A sequence of String(Holder)s that can be assembled/appended out of order via scatter-gatter (speed up overall assembly time through parallelization):
StringHolderSequence seq = StringHolder.newAsyncSequence();
seq.append(veryComplexStringHolder);
seq.append(anotherStringHolder);
// seq.toString() / seq.appendTo() may internally serialize the second StringHolder first.
// The final order is still guaranteed to be correct.
// This may save time at the cost of constructing temporary StringBuilders.
You can also define a conditional StringHolder, which may be defined but later excluded if a condition is not met:
StringHolder seq = StringHolder.withContent("Hello", //
StringHolder.withConditionalStringHolder(StringHolder.withContent(" World"), (o) -> {
return checkIfIncluded(o); // false: exclude; true: include
}));
seq.toString() // returns "Hello" or "Hello World", depending on checkIfIncluded
## The full API
* [API JavaDoc](https://kohlschutter.github.io/stringhold/stringhold-common/apidocs/index.html)
* [Source code](https://kohlschutter.github.io/stringhold/stringhold-common/xref/index.html)
* [Test code](https://kohlschutter.github.io/stringhold/stringhold-common/xref-test/index.html)
* [Code coverage](https://kohlschutter.github.io/stringhold/stringhold-codecoverage/jacoco-aggregate/index.html)

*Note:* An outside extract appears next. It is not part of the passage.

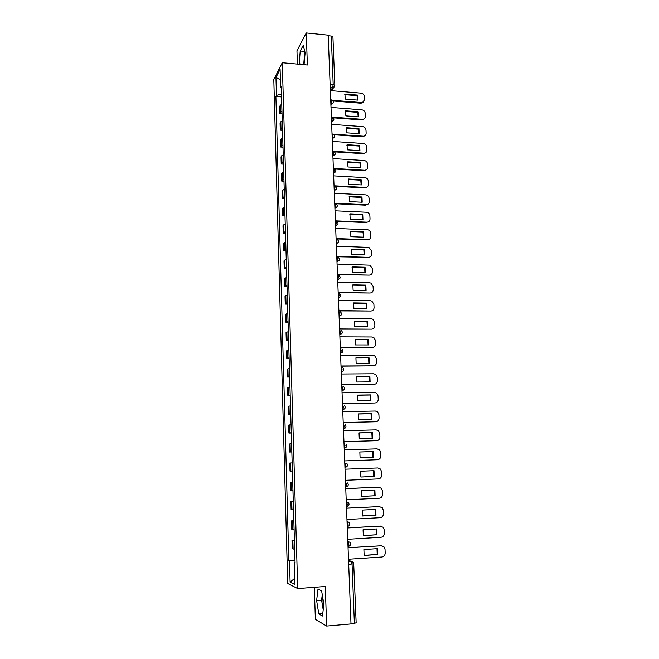 <?xml version="1.0" encoding="UTF-8"?>
<svg xmlns="http://www.w3.org/2000/svg" width="659" height="659" viewBox="0 0 659 659"><rect width="100%" height="100%" fill="white"/><g stroke="black" fill="none" stroke-linecap="round" stroke-linejoin="round"><path stroke-width="0.99" d="M304.565 58.923L304.73 57.144M323.503 607.516L322.712 597.367M314.327 587.309L315.364 619.295L326.642 626.05L351 623.916L328.207 35.158L306.27 32.95L296.954 50.751L297.39 64.088M282.266 62.72L273.806 79.55L287.711 583.47L297.711 588.553L282.266 62.72L307.366 64.994L306.27 32.95M326.642 626.05L325.282 586.485L297.711 588.553M356.041 622.771L354.385 623.381L352.054 564.104L351.206 561.287L348.545 560.455M350.992 623.678L354.385 623.381M328.223 35.726L331.279 36.031L332.927 36.995L334.846 85.34L333.19 84.484L331.279 36.031M281.739 103.933L279.581 106.33L279.778 113.389L281.945 111.033M282.011 113.554L279.778 113.389M282.225 120.745L280.059 123.052L280.256 130.153L282.431 127.895M282.497 130.309L280.256 130.153M282.711 137.673L280.536 139.881L280.742 147.031L282.925 144.873M282.991 147.171L280.742 147.031M283.213 154.717L281.022 156.817L281.228 164.017L283.419 161.966M283.485 164.149L281.228 164.017M283.708 171.875L281.508 173.869L281.714 181.118L283.922 179.166M283.98 181.241L281.714 181.118M284.21 189.149L282.003 191.036L282.209 198.334L284.424 196.489M284.482 198.441L282.209 198.334M284.713 206.539L282.497 208.318L282.703 215.666L284.927 213.928M284.985 215.765L282.703 215.666M285.223 224.044L282.991 225.716L283.205 233.113L285.438 231.482M285.487 233.195L283.205 233.113M285.734 241.672L283.494 243.229L283.708 250.675L285.948 249.16M285.998 250.749L283.708 250.675M286.245 259.415L283.996 260.865L284.21 268.361L286.467 266.961M286.508 268.419L284.21 268.361M286.764 277.282L284.507 278.617L284.721 286.163L286.986 284.877M287.027 286.212L284.721 286.163M287.291 295.273L285.017 296.492L285.232 304.096L287.513 302.918M287.546 304.128L285.232 304.096M287.818 313.379L285.528 314.491L285.751 322.144L288.041 321.081M288.074 322.16L285.751 322.144M288.345 331.617L286.047 332.614L286.27 340.316L288.568 339.377M288.601 340.324L286.27 340.316M288.881 349.987L286.566 350.86L286.789 358.611L289.103 357.796M289.128 358.611L286.789 358.611M289.416 368.48L287.093 369.229L287.316 377.039L289.647 376.338M289.663 377.022L287.316 377.039M289.952 387.097L287.621 387.723L287.851 395.589L290.182 395.013M290.199 395.557L287.851 395.589M290.504 405.853L288.156 406.356L288.387 414.272L290.734 413.827M290.743 414.223L288.387 414.272M291.047 424.734L288.691 425.113L288.922 433.087L291.278 432.765M291.286 433.029L288.922 433.087M291.599 443.754L289.235 444.001L289.466 452.033L291.838 451.835M291.838 451.959L289.466 452.033M292.159 462.906L289.779 463.022L290.009 471.111L292.39 471.045M292.72 482.19L290.322 482.174L290.561 490.321L292.95 490.395M292.711 482.075L290.322 482.174M293.28 501.614L290.874 501.466L291.113 509.671L293.519 509.877M293.271 501.359L290.874 501.466M293.848 521.178L291.435 520.898L291.665 529.161L294.087 529.498M293.84 520.767L291.435 520.898M294.416 540.882L291.995 540.462L292.225 548.782L294.664 549.268M294.4 540.322L291.995 540.462M281.451 94.023L276.459 95.39L275.956 77.515L280.1 69.31L280.627 87.532L281.269 87.952M295.043 562.465L294.359 562.613L295.059 562.893L281.228 86.403L280.627 87.532M294.359 562.613L294.993 584.582L290.108 582.152L289.507 560.677L295.001 560.801M276.459 95.39L275.89 96.461L288.84 560.414L289.507 560.677M304.038 64.697L305.142 52.679L303.247 45.298L300.216 51.007L299.161 64.252M322.457 616.017L323.89 604.344L321.608 590.802L317.984 589.105L316.617 600.571L318.799 613.933L322.457 616.017M281.533 96.914L275.89 96.461M294.977 560.01L288.84 560.414M275.956 77.515L280.404 79.698M294.812 578.182L290.108 582.152M304.804 51.361L303.684 64.664M303.585 64.252L299.062 63.841M304.763 51.435L300.216 51.007M322.259 594.673L321.592 600.176L323.215 609.863M322.753 613.603L318.799 613.933M321.592 600.176L316.617 600.571M344.756 94.665L357.038 95.67L357.45 100.077M363.784 101.873L361.083 103.224L332.993 100.984M357.483 95.077L344.954 94.048L345.159 99.089L357.705 100.102L357.483 95.077L357.038 95.67M332.367 100.308L362.425 102.59L364.608 99.698L364.468 96.609C364.188 94.657 363.068 93.504 361.107 93.141L330.348 90.588M345.456 111.404L357.771 112.351L358.183 116.816M364.501 118.628L361.824 119.938L333.561 117.829M358.216 111.783L345.654 110.811L345.86 115.885L358.438 116.841L358.216 111.783L357.771 112.351M332.836 117.178L362.985 119.353C364.534 119.007 365.333 118.019 365.366 116.396L365.226 113.282C364.946 111.322 363.817 110.16 361.849 109.814L330.999 107.417M346.164 128.266L358.512 129.148L358.916 133.67M365.21 135.507L362.582 136.759L334.121 134.79M358.957 128.596L346.354 127.698L346.568 132.805L359.18 133.686L358.957 128.596L358.512 129.148M333.248 134.164L363.537 136.215C365.21 135.935 366.075 134.93 366.132 133.2L365.992 130.07C365.704 128.093 364.575 126.94 362.607 126.602L331.658 124.362M346.881 145.235L359.254 146.051L359.649 150.631M365.918 152.493L363.628 153.695L334.657 151.867M359.707 145.524L347.062 144.692L347.268 149.832L359.929 150.647L359.707 145.524L359.254 146.051M333.454 151.249L364.081 153.185C365.885 152.979 366.824 151.957 366.898 150.12L366.758 146.965C366.47 144.98 365.341 143.819 363.356 143.489L332.317 141.413M347.606 162.312L360.003 163.061L360.391 167.707M366.626 169.602L364.097 170.739L335.159 169.05M360.457 162.567L347.771 161.801L347.985 166.974L360.679 167.724L360.457 162.567L360.003 163.061M333.915 168.465L364.633 170.253C366.561 170.137 367.574 169.099 367.673 167.155L367.533 163.976C367.244 161.982 366.107 160.821 364.122 160.499L332.984 158.588M348.323 179.512L360.753 180.195L361.14 184.899M334.039 185.789L365.325 187.436L364.864 187.897L335.629 186.357M361.214 179.726L348.487 179.017L348.702 184.232L361.437 184.915L361.214 179.726L360.753 180.195M365.325 187.436C367.302 187.337 368.348 186.291 368.455 184.298L368.307 181.101C368.019 179.1 366.89 177.938 364.913 177.617L333.652 175.871M349.056 196.819L361.511 197.436L361.89 202.206M334.714 203.252L366.099 204.735L365.638 205.171L336.016 203.771M361.972 196.992L349.204 196.357L349.427 201.605L362.203 202.222L361.972 196.992L361.511 197.436M366.099 204.735C368.084 204.628 369.131 203.565 369.238 201.555L369.089 198.343C368.842 196.431 367.78 195.278 365.902 194.875L334.327 193.276M349.789 214.249L362.277 214.801L362.648 219.628M335.39 220.839L366.882 222.149L366.412 222.561L336.189 221.309M362.738 214.381L349.929 213.813L350.151 219.101L362.969 219.636L362.738 214.381L362.277 214.801M366.882 222.149C368.875 222.034 369.921 220.963 370.029 218.936L369.88 215.699C369.658 213.878 368.661 212.733 366.898 212.256L335.003 210.798M350.53 231.795L363.043 232.273L363.406 237.166M336.082 238.55L367.664 239.687L336.584 238.97M363.513 231.886L350.662 231.391L350.885 236.705L363.743 237.182L363.513 231.886L363.043 232.273M367.664 239.687C369.666 239.555 370.712 238.467 370.819 236.424L370.671 233.171C370.473 231.433 369.551 230.304 367.895 229.769L335.686 228.434M351.272 249.464L363.817 249.868L364.172 254.827M336.765 256.384L368.455 257.339L336.782 256.755M364.287 249.506L351.395 249.086L351.618 254.44L364.518 254.835L364.287 249.506L363.817 249.868M368.455 257.339C370.457 257.191 371.511 256.096 371.618 254.036L371.47 250.758L368.892 247.405L336.378 246.194M352.021 267.249L364.6 267.587L364.946 272.612M337.466 274.333L369.254 275.116L337.474 274.671M365.07 267.249L352.137 266.895L352.367 272.291L365.3 272.62L365.07 267.249L364.6 267.587M369.254 275.116C371.264 274.951 372.319 273.839 372.426 271.772L372.277 268.468L369.888 265.173L337.07 264.078M352.779 285.158L365.383 285.421L365.72 290.512M338.166 292.415L370.053 293.008L338.174 292.72M365.852 285.108L352.886 284.836L353.109 290.265L366.091 290.52L365.852 285.108L365.383 285.421M370.053 293.008C372.071 292.835 373.126 291.706 373.233 289.622L373.085 286.294L370.877 283.073L369.6 282.785L337.762 282.085M353.545 303.181L366.173 303.379L366.503 308.536M338.866 310.611L370.86 311.023L338.883 310.891M366.643 303.099L353.636 302.893L353.867 308.363L366.882 308.544L366.643 303.099L366.173 303.379M370.86 311.023C372.879 310.842 373.95 309.697 374.048 307.596L373.9 304.244L371.857 301.097L370.399 300.735L338.462 300.216M354.311 321.337L366.964 321.46L367.285 326.683M339.583 328.94L371.676 329.171L339.591 329.187M367.442 321.205L354.394 321.081L354.624 326.584L367.681 326.691L367.442 321.205L366.964 321.46M371.676 329.171C373.702 328.973 374.765 327.811 374.872 325.694L374.724 322.325L372.837 319.244L371.206 318.799L339.171 318.47M355.077 339.616L367.763 339.665L368.076 344.962M340.291 347.4L372.492 347.433L340.299 347.606M368.249 339.443L355.152 339.393L355.382 344.937L368.488 344.962L368.249 339.443L367.763 339.665M372.492 347.433C374.526 347.219 375.597 346.049 375.704 343.916L375.548 340.522L373.81 337.523L372.022 336.996L339.887 336.848M355.86 358.026L368.57 357.994L368.875 363.364M341.016 365.984L373.315 365.827L341.016 366.165M369.056 357.804L355.918 357.829L356.157 363.414L369.304 363.356L369.056 357.804L368.57 357.994M373.315 365.827C375.358 365.605 376.429 364.419 376.536 362.269L376.38 358.85L374.773 355.926L372.846 355.316L340.604 355.366M356.643 376.561L369.386 376.454L369.674 381.891M341.741 384.699L374.147 384.345L341.741 384.84M369.872 376.289L356.692 376.396L356.923 382.014L370.119 381.882L369.872 376.289L369.386 376.454M374.147 384.345C376.19 384.106 377.269 382.904 377.376 380.745L377.22 377.302L375.729 374.46L373.669 373.768L341.321 374.007M357.425 395.219L370.201 395.038L370.482 400.548M342.466 403.547L374.979 402.995L342.474 403.654M370.688 394.906L357.466 395.095L357.705 400.754L370.935 400.54L370.688 394.906L370.201 395.038M374.979 402.995C377.03 402.748 378.109 401.529 378.217 399.346L378.06 395.878L376.684 393.118L374.501 392.344L342.054 392.772M358.224 414.017L371.025 413.753L371.297 419.338M343.199 422.526L375.819 421.776L343.207 422.6M371.511 413.654L358.257 413.926L358.488 419.618L371.767 419.33L371.511 413.654L371.025 413.753M375.819 421.776C377.879 421.513 378.966 420.277 379.065 418.078L378.909 414.585L377.632 411.9L375.342 411.043L342.779 411.677M359.023 432.947L371.849 432.609L372.121 438.26M343.94 441.637L376.668 440.69L343.94 441.687M372.343 432.535L359.04 432.881L359.279 438.622L372.599 438.243L372.343 432.535L371.849 432.609M376.668 440.69C378.736 440.41 379.823 439.158 379.922 436.95L379.765 433.433L378.579 430.821L376.182 429.882L343.52 430.714M359.83 452L372.681 451.588L372.945 457.313M377.516 459.735L344.69 460.896L377.516 459.735C379.592 459.438 380.68 458.178 380.787 455.946L380.63 452.404L379.526 449.866L377.03 448.853L344.262 449.891M373.183 451.547L359.839 451.983L360.078 457.758L373.439 457.297L373.183 451.547L372.681 451.588M360.868 477.009L373.777 476.482L373.529 470.707M377.887 467.956L345.011 469.2L377.887 467.956L380.465 469.043L381.495 471.506L381.66 475.073C381.553 477.322 380.457 478.607 378.381 478.912L345.44 480.279M374.279 476.49L374.024 470.691L360.638 471.21L360.877 477.034L373.777 476.482M361.659 496.384L374.625 495.774L374.394 489.991M345.761 488.607L378.241 487.174M375.136 495.807L374.88 489.975L361.437 490.576L361.684 496.441L374.625 495.774M346.197 499.81L379.246 498.229C381.33 497.907 382.426 496.606 382.533 494.341L382.368 490.749L381.413 488.352L378.752 487.19L345.761 488.649M362.458 515.898L375.482 515.206L375.259 509.415M346.519 508.155L379.848 506.565M375.992 515.272L375.729 509.391L362.252 510.082L362.499 515.989L375.482 515.206M346.955 519.473L380.119 517.686C382.212 517.34 383.307 516.03 383.414 513.748L383.25 510.132L382.352 507.801L379.106 506.516M346.519 508.237L379.617 506.565M363.266 535.545L376.338 534.77L376.132 528.979M347.277 527.851L380.943 526.088M376.857 534.869L376.594 528.946L363.068 529.729L363.315 535.676L376.338 534.77M347.721 539.284L380.993 537.274C383.093 536.92 384.197 535.594 384.304 533.296L384.139 529.647L383.299 527.373L379.971 525.997M347.285 527.966L380.49 526.08M364.073 555.339L377.203 554.474L377.006 548.675M348.051 547.687L382.031 545.759M377.722 554.614L377.459 548.65L363.892 549.515L364.139 555.504L377.203 554.474M348.496 559.244L381.874 557.012C383.983 556.641 385.087 555.29 385.194 552.975L385.029 549.301L384.238 547.094L380.853 545.611M348.051 547.843L381.372 545.734M348.001 546.525L348.529 546.352L348.866 544.128L347.804 541.319M347.804 541.393L350.077 542.406C351.09 544.301 350.58 545.611 348.529 546.352L348.001 546.385M347.227 526.566L347.746 526.393L348.092 524.127L347.029 521.417M347.029 521.467L349.262 522.439C350.316 524.325 349.814 525.643 347.746 526.393L347.227 526.417M346.461 506.746L346.964 506.573L347.318 504.283L346.263 501.656M346.272 501.688L348.454 502.619C349.55 504.497 349.056 505.815 346.964 506.573L346.461 506.598M345.703 487.067L346.552 484.571L345.505 482.034M344.945 467.536L345.794 465.007L344.756 462.552M346.222 447.14L344.196 448.145L345.036 445.583L344.006 443.194M343.446 428.918L344.286 426.291L343.257 423.968M342.713 409.816L343.545 407.147L342.515 404.881M341.98 390.853L342.804 388.126L341.782 385.935M341.247 372.014L342.07 369.246L341.057 367.121M340.522 353.315L341.337 350.497L340.332 348.43M339.805 334.739L340.612 331.881L339.616 329.879M339.088 316.295L339.896 313.396L338.899 311.452M338.38 297.983L339.179 295.034L338.191 293.156M337.672 279.795L338.471 276.805L337.49 274.984M336.98 261.73L337.77 258.699L336.79 256.936M336.279 243.797L337.07 240.724L336.098 239.011M335.596 225.979L336.37 222.866L335.406 221.21M334.904 208.285L335.686 205.13L334.723 203.532M334.228 190.706L335.003 187.51L334.039 185.978M333.553 173.251L334.319 170.022L333.363 168.531M332.877 155.919L333.643 152.641L332.696 151.191M332.21 138.695L332.968 135.383L332.029 133.966M331.551 121.585L332.301 118.241L331.37 116.857M330.892 104.6L331.642 101.214L330.711 99.855M348.578 561.46L351.206 561.287L353.273 562.349L353.809 563.774L348.693 564.335M330.637 90.612L332.638 87.598L333.19 84.484L330.101 84.22M330.225 87.392L333.421 87.515L334.756 85.629M343.446 428.885L345.514 427.839M342.705 409.766L344.805 408.679M341.972 390.779L344.097 389.658M341.247 371.931L343.397 370.778M340.522 353.208L342.688 352.03M339.797 334.624L341.988 333.421M339.08 316.163L341.288 314.944M338.372 297.835L340.588 296.591M337.672 279.63L339.887 278.378M336.971 261.549L339.196 260.289M336.271 243.599L338.512 242.323M335.588 225.765L337.82 224.48M335.357 203.59C338.018 205.171 337.952 206.654 335.151 208.03L337.144 206.769M334.681 186.019C337.334 187.617 337.26 189.1 334.451 190.459L336.461 189.174M334.014 168.564C336.65 170.179 336.568 171.661 333.759 173.004L335.785 171.702M332.869 155.648L335.118 154.354M332.202 138.406L334.451 137.121M331.535 121.289L333.784 120.004M330.876 104.287L333.124 103.002M292.53 529.375L292.299 521.08M291.97 509.811L291.731 501.573M291.41 490.378L291.179 482.207M290.858 471.094L290.627 462.972M290.306 451.942L290.075 443.878M289.762 432.922L289.532 424.915M289.219 414.033L288.988 406.084M288.675 395.276L288.453 387.385M288.14 376.66L287.917 368.818M287.612 358.158L287.39 350.374M287.085 339.797L286.863 332.062M286.558 321.551L286.336 313.873M286.039 303.437L285.817 295.809M285.52 285.446L285.306 277.867M285.009 267.579L284.795 260.05M284.499 249.827L284.284 242.355M283.988 232.199L283.774 224.777M283.485 214.686L283.271 207.313M282.991 197.296L282.777 189.973M282.489 180.022L282.283 172.74M281.994 162.855L281.788 155.631M281.508 145.812L281.302 138.629M281.022 128.876L280.816 121.75M280.536 112.055L280.33 104.97M293.098 549.079L292.86 540.726M345.176 467.528L346.931 466.588M346.774 506.73L348.339 505.914M347.573 526.541L349.039 525.791M348.38 546.492L349.731 545.825M353.702 563.7L356.157 622.895M334.665 86.304L331.32 90.67M361.527 102.647L361.083 103.224M362.277 119.378L361.824 119.938M363.035 136.224L362.582 136.759M363.793 153.185L363.34 153.687M364.559 170.253L364.097 170.739M330.925 105.44L331.741 104.254C333.882 102.615 333.759 101.165 331.378 99.904M335.579 225.716L335.851 225.724C338.627 224.373 338.718 222.899 336.098 221.292M336.271 243.533L336.56 243.542C339.278 242.273 339.41 240.807 336.955 239.135M336.963 261.475L337.268 261.483C339.929 260.289 340.11 258.83 337.803 257.109M337.663 279.54L337.985 279.548C340.588 278.419 340.81 276.969 338.644 275.207M338.372 297.728L338.701 297.736C341.255 296.665 341.51 295.232 339.484 293.444M339.08 316.048L339.426 316.056C341.922 315.035 342.219 313.618 340.316 311.806M339.797 334.5L340.159 334.5C342.606 333.528 342.927 332.128 341.148 330.291M340.514 353.084L340.892 353.084C343.29 352.153 343.644 350.761 341.963 348.916M341.238 371.791L341.634 371.791C343.982 370.893 344.36 369.518 342.787 367.664M341.972 390.639L342.383 390.63C344.682 389.766 345.085 388.406 343.594 386.545M342.705 409.618L343.133 409.61C345.39 408.769 345.818 407.419 344.41 405.549M343.446 428.737L343.891 428.729C346.107 427.913 346.552 426.562 345.217 424.693M344.187 447.988L344.649 447.98C346.832 447.181 347.293 445.846 346.024 443.968M344.937 467.388L345.415 467.371C347.565 466.588 348.043 465.262 346.832 463.384M345.695 486.919L346.189 486.902C348.306 486.136 348.792 484.81 347.639 482.932M331.576 122.22L332.251 121.289C334.55 119.699 334.475 118.241 332.029 116.898M332.227 139.107L332.754 138.423C335.225 136.907 335.2 135.433 332.688 134.008M332.886 156.117L333.256 155.664C335.892 154.222 335.925 152.748 333.347 151.224M362.425 102.59L361.98 103.175M362.985 119.353L362.532 119.913M363.537 136.215L363.084 136.751M364.081 153.185L363.628 153.695M364.633 170.253L364.172 170.739"/></g></svg>

* [Project website](https://kohlschutter.github.io/stringhold/)
## Benchmarks
TBD
## Future Improvements
- Add optimizations for the `IntStream` API
## Frequently Asked Questions
Q: Is this an accidental implementation of half of Lisp?
A: Maybe.
## Installation
### Maven
Add the following dependency:
com.kohlschutter.stringhold
stringhold-common
1.0.0
### Gradle
dependencies {
implementation 'com.kohlschutter.stringhold:stringhold-common:1.0.0'
}
## Building from source
You currently need Maven or Eclipse with m2e, and Java 15 or later. Just run:
mvn clean install
To reformat code, which simplifies pull requests and restores general sanity, use:
mvn process-sources -Preformat
# Changelog
### _(2025-04-06)_ **stringhold 1.0.3*
- Code cleanup
### _(2024-03-09)_ **stringhold 1.0.2*
- Add indexOf
### _(2023-12-11)_ **stringhold 1.0.1*
- Fix liqp dependency
### _(2023-12-10)_ **stringhold 1.0.0**
- Initial release
# Legal Notices
Copyright 2022-2024 Christian Kohlschuetter
SPDX-License-Identifier: Apache-2.0
See NOTICE and LICENSE for license details.